### EXERCISE OBJECTIVE
The sole answer should be the number of lines in the material below that hold "Also".
-*-*-
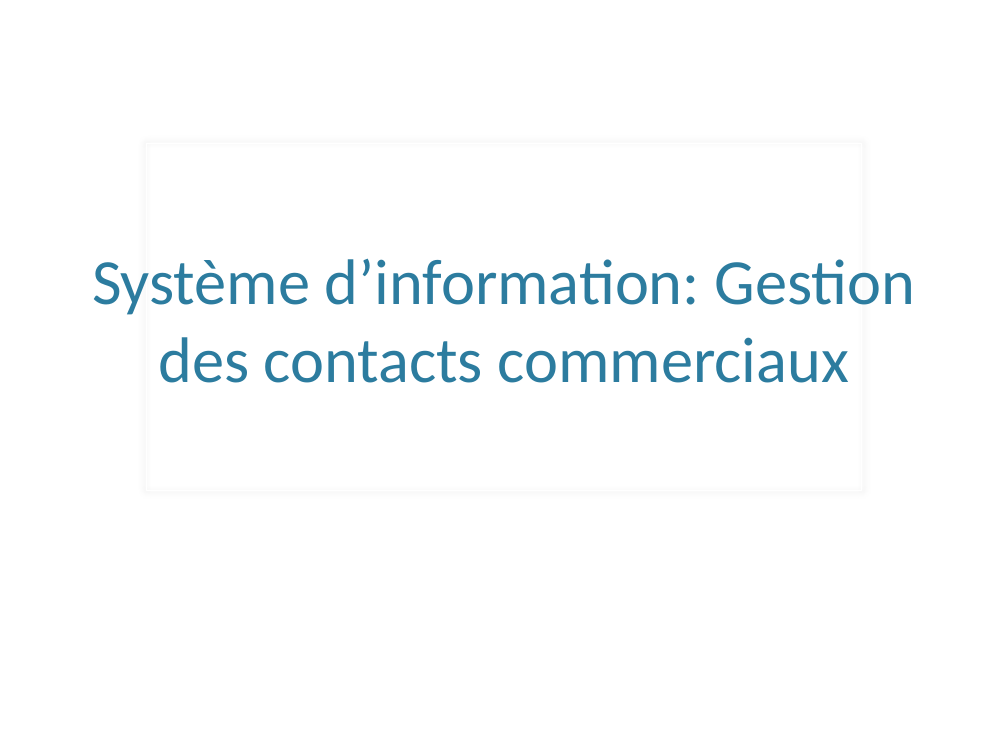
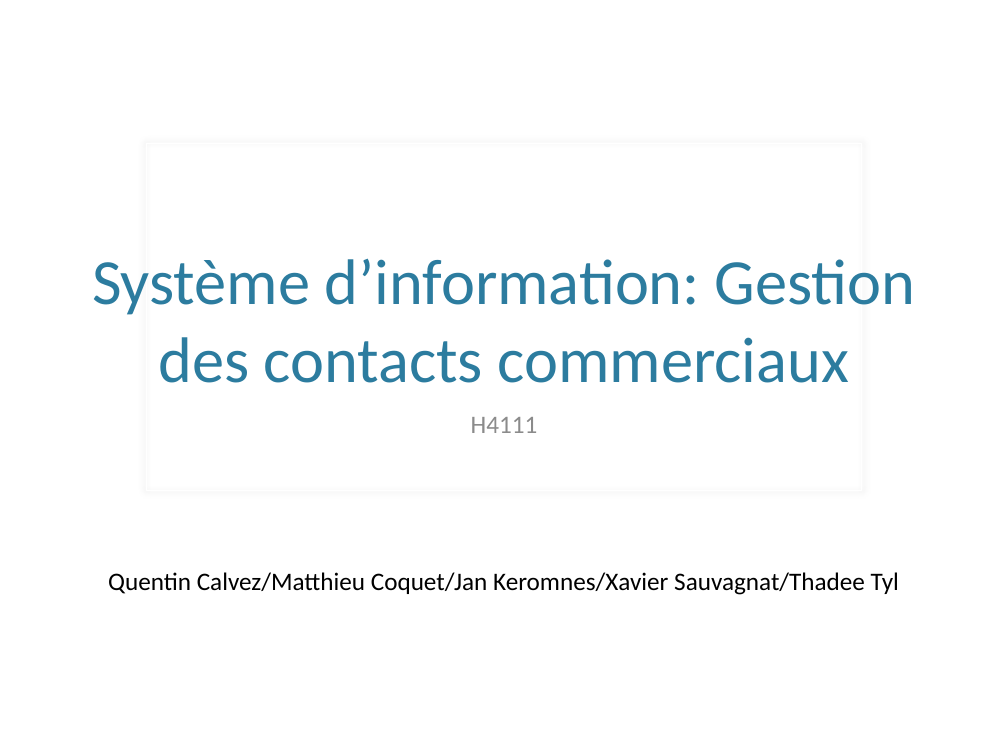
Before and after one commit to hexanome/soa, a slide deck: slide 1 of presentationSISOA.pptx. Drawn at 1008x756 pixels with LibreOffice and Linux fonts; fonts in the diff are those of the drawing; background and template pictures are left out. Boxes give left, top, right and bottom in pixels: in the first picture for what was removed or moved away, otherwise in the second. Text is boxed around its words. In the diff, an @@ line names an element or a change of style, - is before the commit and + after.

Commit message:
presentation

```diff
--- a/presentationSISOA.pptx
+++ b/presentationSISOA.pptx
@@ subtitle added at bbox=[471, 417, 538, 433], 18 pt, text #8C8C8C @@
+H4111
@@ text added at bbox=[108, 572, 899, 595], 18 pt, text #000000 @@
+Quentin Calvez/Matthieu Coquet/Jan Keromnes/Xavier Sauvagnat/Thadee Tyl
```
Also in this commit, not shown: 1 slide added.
-*-*-
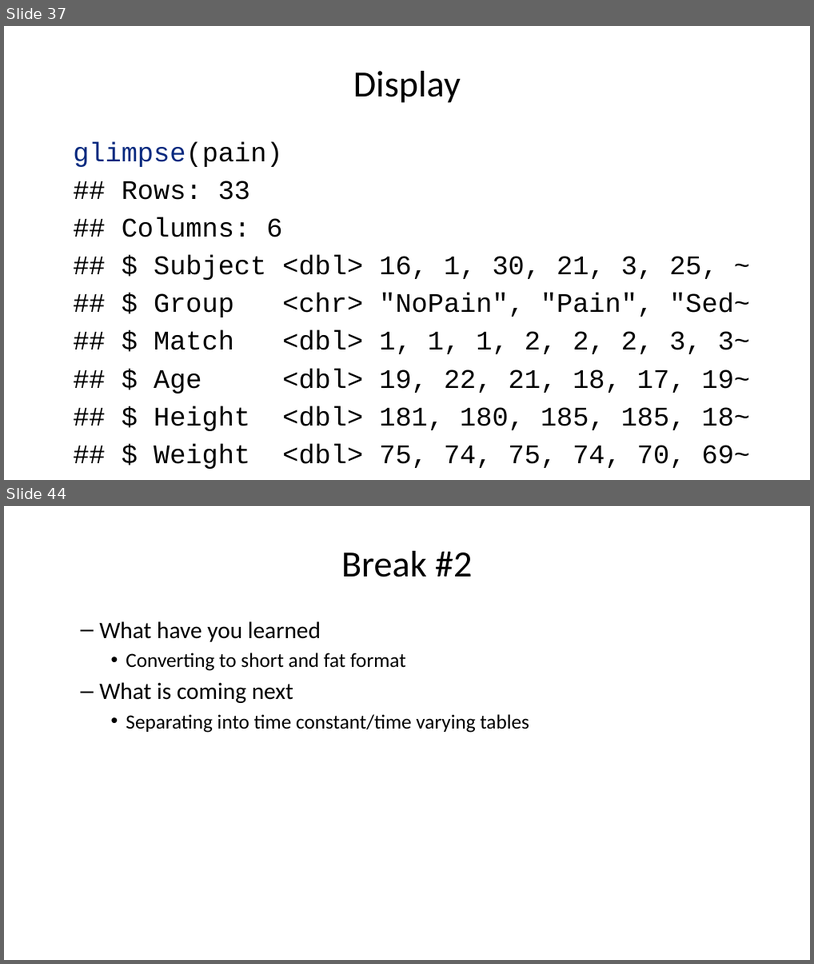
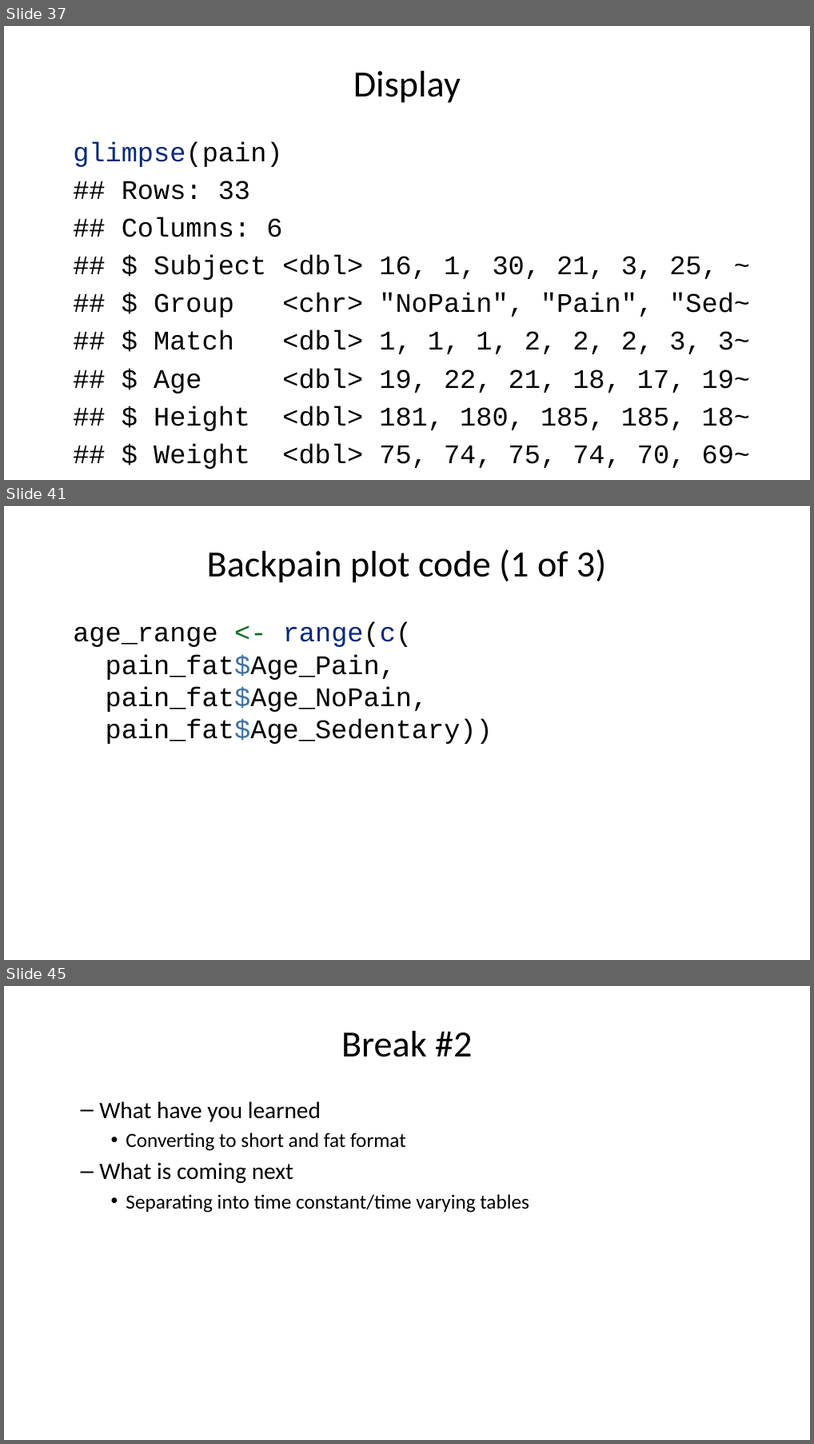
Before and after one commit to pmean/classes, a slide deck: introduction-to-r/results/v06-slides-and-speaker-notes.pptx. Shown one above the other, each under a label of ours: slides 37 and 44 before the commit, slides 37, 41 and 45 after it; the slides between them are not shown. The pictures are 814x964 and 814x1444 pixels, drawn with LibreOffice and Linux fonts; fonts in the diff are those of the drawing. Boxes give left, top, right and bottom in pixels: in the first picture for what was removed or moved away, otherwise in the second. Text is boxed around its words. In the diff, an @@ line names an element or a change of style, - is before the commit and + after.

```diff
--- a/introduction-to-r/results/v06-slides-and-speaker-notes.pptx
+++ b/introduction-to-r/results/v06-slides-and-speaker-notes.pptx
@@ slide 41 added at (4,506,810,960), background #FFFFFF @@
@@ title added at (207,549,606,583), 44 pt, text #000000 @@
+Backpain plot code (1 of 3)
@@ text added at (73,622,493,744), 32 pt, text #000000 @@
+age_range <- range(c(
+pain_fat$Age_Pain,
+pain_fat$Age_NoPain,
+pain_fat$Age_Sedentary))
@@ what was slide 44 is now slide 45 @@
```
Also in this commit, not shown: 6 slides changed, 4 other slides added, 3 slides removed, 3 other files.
-*-*-
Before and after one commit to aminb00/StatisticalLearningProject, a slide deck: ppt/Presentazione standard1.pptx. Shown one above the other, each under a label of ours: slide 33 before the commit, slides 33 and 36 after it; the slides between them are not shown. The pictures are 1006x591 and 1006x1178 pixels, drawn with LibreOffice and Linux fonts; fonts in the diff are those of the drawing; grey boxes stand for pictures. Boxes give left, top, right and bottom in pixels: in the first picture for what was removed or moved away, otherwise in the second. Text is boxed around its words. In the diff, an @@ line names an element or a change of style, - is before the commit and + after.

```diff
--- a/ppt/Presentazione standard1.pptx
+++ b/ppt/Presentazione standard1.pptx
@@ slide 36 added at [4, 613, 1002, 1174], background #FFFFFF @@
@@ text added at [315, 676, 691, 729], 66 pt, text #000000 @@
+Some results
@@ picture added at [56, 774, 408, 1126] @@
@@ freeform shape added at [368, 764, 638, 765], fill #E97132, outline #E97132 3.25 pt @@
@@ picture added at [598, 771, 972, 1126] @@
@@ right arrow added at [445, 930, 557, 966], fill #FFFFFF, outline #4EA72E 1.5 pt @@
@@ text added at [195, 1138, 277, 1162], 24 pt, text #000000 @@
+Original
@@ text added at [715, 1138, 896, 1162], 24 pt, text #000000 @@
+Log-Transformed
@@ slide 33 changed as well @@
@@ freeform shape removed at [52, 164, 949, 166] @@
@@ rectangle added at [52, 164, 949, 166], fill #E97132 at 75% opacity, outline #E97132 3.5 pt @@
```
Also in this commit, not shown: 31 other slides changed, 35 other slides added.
-*-*-
### EXPECTED ANSWER
3